Process Accounting

While on site at a Fortune 500 corporation recently, I overheard a tech support person whispering excitedly to a project manager, “Don't play any games on your PC! The corporate auditors have a way to find out exactly what programs you use and for how long!”

After loudly assuring the techie that he was all business and didn't intend to play games anyway, the manager smiled. Then in a much quieter tone he said he needn't be concerned; he was using Linux and not Windows, unlike most of the company.

If the tech's tale is true, the manager may indeed have reason for concern. Although the rumoured auditing application at this particular company was developed for Windows, the Linux kernel has a built-in process accounting facility. It allows system administrators to collect detailed information in a log file each time a program is executed on a Linux system. With this capability, our mythical corporate auditor could, in fact, collect information about who has been playing games on a Linux computer and for how long.

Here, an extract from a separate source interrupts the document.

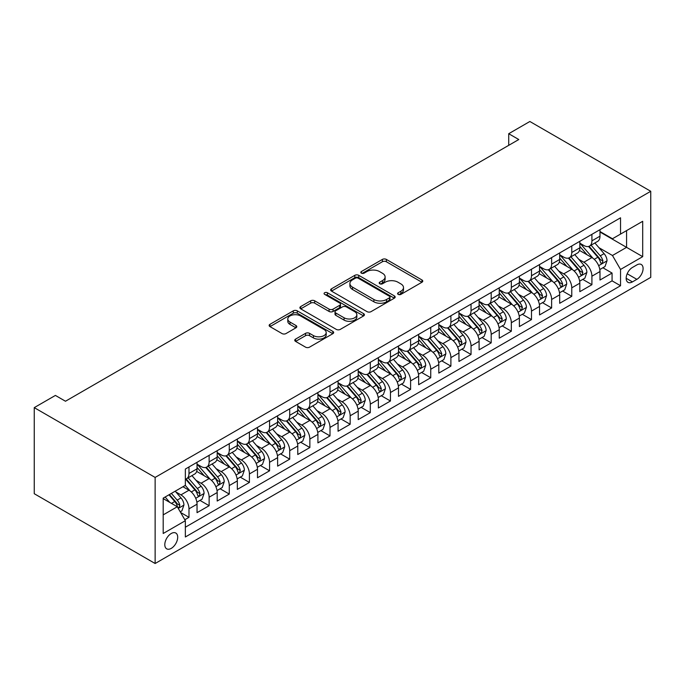 <?xml version="1.0" encoding="UTF-8"?>
<svg xmlns="http://www.w3.org/2000/svg" width="685" height="685" viewBox="0 0 685 685"><rect width="100%" height="100%" fill="white"/><g stroke="black" fill="none" stroke-linecap="round" stroke-linejoin="round"><path stroke-width="1.03" d="M398.165 294.379A1.961 1.13 0 0 0 400.93 294.379L421.943 282.246A2.8 1.618 0 0 0 422.765 281.107A2.8 1.618 0 0 0 421.943 279.959L386.349 259.409A2.8 1.618 0 0 0 382.393 259.409L361.38 271.543A1.961 1.13 0 0 0 360.807 272.339A1.961 1.13 0 0 0 361.38 273.144A1.961 1.13 0 0 0 364.146 273.144L366.869 271.568A8.948 5.163 0 0 1 379.524 271.568L382.487 273.281A8.948 5.163 0 0 1 385.116 276.937A8.948 5.163 0 0 1 382.487 280.593L379.773 282.16A1.961 1.13 0 0 0 379.199 282.956A1.961 1.13 0 0 0 379.773 283.761A1.961 1.13 0 0 0 382.538 283.761L385.261 282.186A8.948 5.163 0 0 1 397.916 282.186L400.879 283.898A8.948 5.163 0 0 1 403.499 287.554A8.948 5.163 0 0 1 400.879 291.211L398.165 292.778A1.961 1.13 0 0 0 397.591 293.582A1.961 1.13 0 0 0 398.165 294.379L398.165 292.778M171.25 548.385A9.119 5.266 120 0 0 177.209 540.345A9.119 5.266 120 0 0 175.805 533.041A9.119 5.266 120 0 0 171.25 533.495A9.119 5.266 120 0 0 165.29 541.527A9.119 5.266 120 0 0 166.695 548.839A9.119 5.266 120 0 0 171.25 548.385M295.577 339.109A2.8 1.618 0 0 0 294.755 340.248A2.8 1.618 0 0 0 295.577 341.387L305.561 347.158A2.8 1.618 0 0 0 309.517 347.158L332.85 333.681A2.8 1.618 0 0 0 333.672 332.542A2.8 1.618 0 0 0 332.85 331.394L297.256 310.844A2.8 1.618 0 0 0 293.3 310.844L269.967 324.322A2.8 1.618 0 0 0 269.145 325.461A2.8 1.618 0 0 0 269.967 326.599L282.032 333.569A2.8 1.618 0 0 0 285.988 333.569L295.971 327.798A2.8 1.618 0 0 0 296.793 326.659A2.8 1.618 0 0 0 295.971 325.521L289.986 322.061A7.484 4.316 0 0 1 287.794 319.013A7.484 4.316 0 0 1 292.418 315.023A7.484 4.316 0 0 1 300.569 315.956L324.005 329.485A7.484 4.316 0 0 1 326.197 332.542A7.484 4.316 0 0 1 321.573 336.532A7.484 4.316 0 0 1 313.422 335.59L309.517 333.338A2.8 1.618 0 0 0 305.561 333.338L295.577 339.109L295.577 341.387M650.75 191.286L529.865 121.493L508.715 133.712L518.785 139.526L65.477 401.239L55.408 395.425L34.25 407.635L155.135 477.428L650.75 191.286L650.75 277.365L155.135 563.507L155.135 477.428M367.066 311.649A2.8 1.618 0 0 0 371.022 311.649L394.354 298.172A2.8 1.618 0 0 0 395.176 297.033A2.8 1.618 0 0 0 394.354 295.894L358.76 275.336A2.8 1.618 0 0 0 354.804 275.336L331.471 288.813A2.8 1.618 0 0 0 330.649 289.952A2.8 1.618 0 0 0 331.471 291.091L367.066 311.649M325.426 294.798A1.961 1.13 0 0 1 327.413 295.081L327.413 292.752L363.607 313.644A2.8 1.618 0 0 1 364.42 314.783A2.8 1.618 0 0 1 363.607 315.931L340.265 329.399A2.8 1.618 0 0 1 336.318 329.399L300.715 308.849L300.715 306.563A2.8 1.618 0 0 0 299.902 307.711A2.8 1.618 0 0 0 300.715 308.849M300.715 306.563L310.707 300.801A2.8 1.618 0 0 1 314.663 300.801L329.1 309.132A2.8 1.618 0 0 0 333.047 309.132L339.674 305.313A2.8 1.618 0 0 0 340.496 304.166A2.8 1.618 0 0 0 339.674 303.027L324.647 294.353A1.961 1.13 0 0 1 324.074 293.548A1.961 1.13 0 0 1 325.281 292.504A1.961 1.13 0 0 1 327.413 292.752M184.796 519.744L188.983 517.329L180.617 512.5M175.865 491.958L180.917 494.878A11.397 6.576 60 0 1 188.983 508.835L197.04 504.186L197.04 512.671L209.13 505.693L199.96 500.401M196.013 480.322L201.065 483.242A11.397 6.576 60 0 1 209.13 497.207L217.188 492.549L217.188 501.043L229.269 494.065L220.108 488.773M216.16 468.694L221.212 471.614A11.397 6.576 60 0 1 229.269 485.571L237.335 480.921L237.335 489.407L249.417 482.428L240.255 477.137M236.299 457.058L241.36 459.978A11.397 6.576 60 0 1 249.417 473.943L257.483 469.285L257.483 477.779L269.565 470.8L260.403 465.509M256.447 445.43L261.507 448.35A11.397 6.576 60 0 1 269.565 462.306L277.63 457.657L277.63 466.142L289.712 459.164L280.55 453.872M276.594 433.793L281.655 436.722A11.397 6.576 60 0 1 289.712 450.679L297.769 446.021L297.769 454.515L309.86 447.536L300.698 442.245M296.742 422.166L301.802 425.085A11.397 6.576 60 0 1 309.86 439.042L317.917 434.393L317.917 442.887L330.007 435.9L320.845 430.608M316.89 410.538L321.95 413.457A11.397 6.576 60 0 1 330.007 427.414L338.065 422.756L338.065 431.25L350.155 424.272L340.993 418.98M337.037 398.901L342.098 401.821A11.397 6.576 60 0 1 350.155 415.778L358.212 411.128L358.212 419.622L370.302 412.644L361.132 407.344M357.185 387.273L362.245 390.193A11.397 6.576 60 0 1 370.302 404.15L378.36 399.492L378.36 407.986L390.45 401.008L381.28 395.716M377.332 375.637L382.393 378.557A11.397 6.576 60 0 1 390.45 392.514L398.507 387.864L398.507 396.358L410.598 389.38L401.427 384.088M397.48 364.009L402.54 366.929A11.397 6.576 60 0 1 410.598 380.886L418.655 376.236L418.655 384.722L430.745 377.743L421.575 372.452M417.627 352.373L422.688 355.292A11.397 6.576 60 0 1 430.745 369.249L438.802 364.6L438.802 373.094L450.893 366.115L441.722 360.824M437.775 340.745L442.835 343.664A11.397 6.576 60 0 1 450.893 357.621L458.95 352.972L458.95 361.457L471.04 354.479L461.87 349.187M457.922 329.108L462.983 332.028A11.397 6.576 60 0 1 471.04 345.993L479.098 341.335L479.098 349.829L491.188 342.851L482.017 337.559M478.07 317.48L483.13 320.4A11.397 6.576 60 0 1 491.188 334.357L499.245 329.708L499.245 338.193L511.335 331.215L502.165 325.923M498.218 305.844L503.269 308.764A11.397 6.576 60 0 1 511.335 322.729L519.393 318.071L519.393 326.565L531.483 319.587L522.312 314.295M518.365 294.216L523.417 297.136A11.397 6.576 60 0 1 531.483 311.093L539.54 306.443L539.54 314.929L551.63 307.95L542.46 302.659M538.513 282.58L543.565 285.508A11.397 6.576 60 0 1 551.63 299.465L559.688 294.807L559.688 303.301L571.769 296.322L562.608 291.031M558.66 270.952L563.712 273.872A11.397 6.576 60 0 1 571.769 287.828L579.835 283.179L579.835 291.673L591.917 284.695L591.917 276.201A11.397 6.576 -120 0 0 583.86 262.244L578.799 259.324M582.755 279.394L591.917 284.695M197.04 504.186A11.397 6.576 -120 0 0 188.983 490.22L182.938 486.735M217.188 492.549A11.397 6.576 -120 0 0 209.13 478.592L196.663 471.4M237.335 480.921A11.397 6.576 -120 0 0 229.269 466.964L216.811 459.763M257.483 469.285A11.397 6.576 -120 0 0 249.417 455.328L236.959 448.136M277.63 457.657A11.397 6.576 -120 0 0 269.565 443.7L257.106 436.499M297.769 446.021A11.397 6.576 -120 0 0 289.712 432.064L277.254 424.871M317.917 434.393A11.397 6.576 -120 0 0 309.86 420.436L297.401 413.243M338.065 422.756A11.397 6.576 -120 0 0 330.007 408.799L317.549 401.607M358.212 411.128A11.397 6.576 -120 0 0 350.155 397.172L337.696 389.979M378.36 399.492A11.397 6.576 -120 0 0 370.302 385.535L357.844 378.343M398.507 387.864A11.397 6.576 -120 0 0 390.45 373.907L377.992 366.715M418.655 376.236A11.397 6.576 -120 0 0 410.598 362.271L398.139 355.078M438.802 364.6A11.397 6.576 -120 0 0 430.745 350.643L418.287 343.45M458.95 352.972A11.397 6.576 -120 0 0 450.893 339.007L438.434 331.814M479.098 341.335A11.397 6.576 -120 0 0 471.04 327.379L458.582 320.186M499.245 329.708A11.397 6.576 -120 0 0 491.188 315.751L478.729 308.55M519.393 318.071A11.397 6.576 -120 0 0 511.335 304.114L498.877 296.922M539.54 306.443A11.397 6.576 -120 0 0 531.483 292.486L519.016 285.294M559.688 294.807A11.397 6.576 -120 0 0 551.63 280.85L539.163 273.658M579.835 283.179A11.397 6.576 -120 0 0 571.769 269.222L559.311 262.03M636.844 264.915L632.418 267.475A8.836 5.103 120 0 0 626.647 275.259A8.836 5.103 120 0 0 627.999 282.34A8.836 5.103 120 0 0 632.418 281.895L636.844 279.343A8.836 5.103 120 0 0 642.616 271.56A8.836 5.103 120 0 0 641.263 264.478A8.836 5.103 120 0 0 636.844 264.915M163.193 514.88L177.295 506.737L185.352 520.703L185.352 536.98L620.533 285.739L620.533 269.453L612.467 255.496L598.947 247.687M185.352 520.703L163.193 533.495L163.193 498.132L185.352 485.34L185.352 469.054L620.533 217.804L620.533 234.09L642.693 221.298L642.693 256.661L620.533 269.453M197.04 464.165L201.065 466.494A11.397 6.576 60 0 0 206.767 467.059L214.825 462.409A11.397 6.576 -120 0 0 217.188 457.186L217.188 450.679M217.188 452.537L221.212 454.866A11.397 6.576 60 0 0 226.915 455.431L234.972 450.773A11.397 6.576 -120 0 0 237.335 445.558L237.335 439.042M237.335 440.909L241.36 443.229A11.397 6.576 60 0 0 247.062 443.794L255.12 439.145A11.397 6.576 -120 0 0 257.483 433.922L257.483 427.414M257.483 429.272L261.507 431.601A11.397 6.576 60 0 0 267.21 432.166L275.267 427.508A11.397 6.576 -120 0 0 277.63 422.294L277.63 415.778M277.63 417.644L281.655 419.965A11.397 6.576 60 0 0 287.358 420.53L295.415 415.881A11.397 6.576 -120 0 0 297.769 410.666L297.769 404.15M297.769 406.008L301.802 408.337A11.397 6.576 60 0 0 307.505 408.902L315.562 404.244A11.397 6.576 -120 0 0 317.917 399.03L317.917 392.514M317.917 394.38L321.95 396.701A11.397 6.576 60 0 0 327.653 397.266L335.71 392.616A11.397 6.576 -120 0 0 338.065 387.402L338.065 380.886M338.065 382.744L342.098 385.073A11.397 6.576 60 0 0 347.792 385.638L355.858 380.98A11.397 6.576 -120 0 0 358.212 375.765L358.212 369.249M358.212 371.116L362.245 373.436A11.397 6.576 60 0 0 367.939 374.001L376.005 369.352A11.397 6.576 -120 0 0 378.36 364.137L378.36 357.621M378.36 359.479L382.393 361.808A11.397 6.576 60 0 0 388.087 362.374L396.153 357.724A11.397 6.576 -120 0 0 398.507 352.501L398.507 345.985M398.507 347.852L402.54 350.181A11.397 6.576 60 0 0 408.234 350.737L416.292 346.088A11.397 6.576 -120 0 0 418.655 340.873L418.655 334.357M418.655 336.215L422.688 338.544A11.397 6.576 60 0 0 428.382 339.109L436.439 334.46A11.397 6.576 -120 0 0 438.802 329.237L438.802 322.729M438.802 324.587L442.835 326.916A11.397 6.576 60 0 0 448.529 327.481L456.587 322.823A11.397 6.576 -120 0 0 458.95 317.609L458.95 311.093M458.95 312.959L462.983 315.28A11.397 6.576 60 0 0 468.677 315.845L476.734 311.195A11.397 6.576 -120 0 0 479.098 305.972L479.098 299.465M479.098 301.323L483.13 303.652A11.397 6.576 60 0 0 488.825 304.217L496.882 299.559A11.397 6.576 -120 0 0 499.245 294.344L499.245 287.828M499.245 289.695L503.269 292.015A11.397 6.576 60 0 0 508.972 292.581L517.029 287.931A11.397 6.576 -120 0 0 519.393 282.708L519.393 276.201M519.393 278.059L523.417 280.388A11.397 6.576 60 0 0 529.12 280.953L537.177 276.295A11.397 6.576 -120 0 0 539.54 271.08L539.54 264.564M539.54 266.431L543.565 268.751A11.397 6.576 60 0 0 549.267 269.316L557.325 264.667A11.397 6.576 -120 0 0 559.688 259.452L559.688 252.936M559.688 254.794L563.712 257.123A11.397 6.576 60 0 0 569.415 257.688L577.472 253.03A11.397 6.576 -120 0 0 579.835 247.816L579.835 241.3M185.352 527.21L612.065 280.85L612.065 273.058L599.983 280.037L599.983 271.543A11.397 6.576 -120 0 0 591.917 257.586L579.459 250.393M579.835 243.166L583.86 245.487A11.397 6.576 -120 0 0 589.562 246.052A11.397 6.576 -120 0 0 591.917 240.837L591.917 234.321M589.562 246.052L597.62 241.403A11.397 6.576 -120 0 0 599.983 236.188L599.983 229.672M188.983 466.956L188.983 473.472A11.397 6.576 60 0 1 186.62 478.695A11.397 6.576 60 0 1 185.352 479.149M186.62 478.695L194.677 474.037A11.397 6.576 -120 0 0 197.04 468.823L197.04 462.306M209.13 455.328L209.13 461.844A11.397 6.576 60 0 1 206.767 467.059M229.269 443.7L229.269 450.208A11.397 6.576 60 0 1 226.915 455.431M249.417 432.064L249.417 438.58A11.397 6.576 60 0 1 247.062 443.794M269.565 420.436L269.565 426.943A11.397 6.576 60 0 1 267.21 432.166M289.712 408.799L289.712 415.315A11.397 6.576 60 0 1 287.358 420.53M309.86 397.172L309.86 403.679A11.397 6.576 60 0 1 307.505 408.902M330.007 385.535L330.007 392.051A11.397 6.576 60 0 1 327.653 397.266M350.155 373.907L350.155 380.423A11.397 6.576 60 0 1 347.792 385.638M370.302 362.271L370.302 368.787A11.397 6.576 60 0 1 367.939 374.001M390.45 350.643L390.45 357.159A11.397 6.576 60 0 1 388.087 362.374M410.598 339.007L410.598 345.523A11.397 6.576 60 0 1 408.234 350.737M430.745 327.379L430.745 333.895A11.397 6.576 60 0 1 428.382 339.109M450.893 315.742L450.893 322.258A11.397 6.576 60 0 1 448.529 327.481M471.04 304.114L471.04 310.63A11.397 6.576 60 0 1 468.677 315.845M491.188 292.486L491.188 298.994A11.397 6.576 60 0 1 488.825 304.217M511.335 280.85L511.335 287.366A11.397 6.576 60 0 1 508.972 292.581M531.483 269.222L531.483 275.73A11.397 6.576 60 0 1 529.12 280.953M551.63 257.586L551.63 264.102A11.397 6.576 60 0 1 549.267 269.316M571.769 245.958L571.769 252.474A11.397 6.576 60 0 1 569.415 257.688M571.769 287.828L571.769 296.322M551.63 299.465L551.63 307.95M531.483 311.093L531.483 319.587M511.335 322.729L511.335 331.215M491.188 334.357L491.188 342.851M471.04 345.993L471.04 354.479M450.893 357.621L450.893 366.115M430.745 369.249L430.745 377.743M410.598 380.886L410.598 389.38M390.45 392.514L390.45 401.008M370.302 404.15L370.302 412.644M350.155 415.778L350.155 424.272M330.007 427.414L330.007 435.9M309.86 439.042L309.86 447.536M289.712 450.679L289.712 459.164M269.565 462.306L269.565 470.8M249.417 473.943L249.417 482.428M229.269 485.571L229.269 494.065M209.13 497.207L209.13 505.693M188.983 508.835L188.983 517.329M177.295 506.737L163.193 498.603M612.467 255.496L626.569 247.353L626.569 230.605L642.693 221.298M599.983 232.001L642.693 256.661M599.983 231.53L612.467 238.748L620.533 234.09M34.25 407.635L34.25 493.714L155.135 563.507M508.715 133.712L508.715 145.34M602.903 267.767L612.065 273.058M612.065 280.85L620.533 285.739M398.944 294.653L400.879 293.54A8.948 5.163 0 0 0 403.499 289.883L403.499 287.554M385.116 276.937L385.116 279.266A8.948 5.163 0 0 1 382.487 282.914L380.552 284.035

Although a company's interest in knowing which employees have been indulging in Solitaire on company equipment is of questionable merit, there are good reasons to use process accounting (PA). In this article, I discuss some situations where process accounting is useful, explain where to obtain and how to use the standard process accounting commands, and then demonstrate how to use the process accounting structure and system call in C programs.

I assume that your system has process accounting support compiled into the kernel. I make this assumption because the kernels on all of the Linux systems I have had access to are configured to allow process accounting, but your distribution may be different. If you compile and run the first code listing in this article as root with no command-line arguments but receive an error message, it is likely that process accounting support is not included in your kernel. You'll need to compile a new kernel and answer yes to CONFIG_BSD_PROCESS_ACCOUNTING, which is the BSD Process Accounting item in the General Setup menu. Recompiling your kernel is beyond the scope of this article, but instructions can be found at the Linux Documentation Project (www.tldp.org/HOWTO/Kernel-HOWTO.html).

On busy systems, keep in mind that turning on process accounting requires significant disk space. On my Pentium III system with Red Hat 7.2, each time a program is executed, 64 bytes of data are written to the process accounting log file. While researching this article and running the process accounting utilities on a test machine with low disk space, I discovered a monitor process that executes every second. The drive on that machine filled up quickly. Some server's dæmons will initiate a separate process for each incoming connection. On a production server that executes nearly 25,000 processes per hour, approximately 1.1GB of process accounting data is generated each month. Utilities, such as the accttrim and handleacct.sh script listed in Table 1, are available to truncate, back up and compress log files at regular intervals. If you plan on doing process accounting on a busy system, it will be important for you to learn about and use these utilities.

Finally, know that you must have root privileges on your Linux system to enable or disable process accounting, whether using the standard commands or creating your own.

One of the earliest uses of process accounting was to calculate the CPU time absorbed by users at computer installations and then bill users accordingly. With the greater abundance and relatively low expense of today's computing resources, this application has fallen by the wayside. If the distributed computing model catches on, however, this application could again become important.

System administrators may wish to use data collected from the PA facilities to monitor which programs are most accessed by users, and then optimize the system configuration for these types of programs. For example, part of the data collected by the PA facilities includes the number of bytes that are input and output by the program and the CPU usage. A system that runs a high percentage of I/O-intensive applications may need to be optimized in ways that a system running a high percentage of CPU-bound applications not.

At some point an administrator might be required to evaluate two products with similar functionality. Let's imagine that before making a selection, the administrator wishes to see which fish forecasting product the people are actually using. To do this, process accounting can be turned on for a week to record the names of all the commands executed in a log file. The administrator can then parse the log file to find out which command was run more often.

The most typical application of process accounting is as a supplement to system security measures. In the case of a break-in on a company server, the log files created by the process accounting facility are useful for collecting forensic evidence. A careful look at the programs an attacker has used on the compromised system can provide useful information about the damage done, as well as the intruder's methods and possible motivations. Evidence collected from the process accounting logs also may be helpful in court. I know of one criminal case in which this data, when uncontested by the defendant, led to a misdemeanor conviction.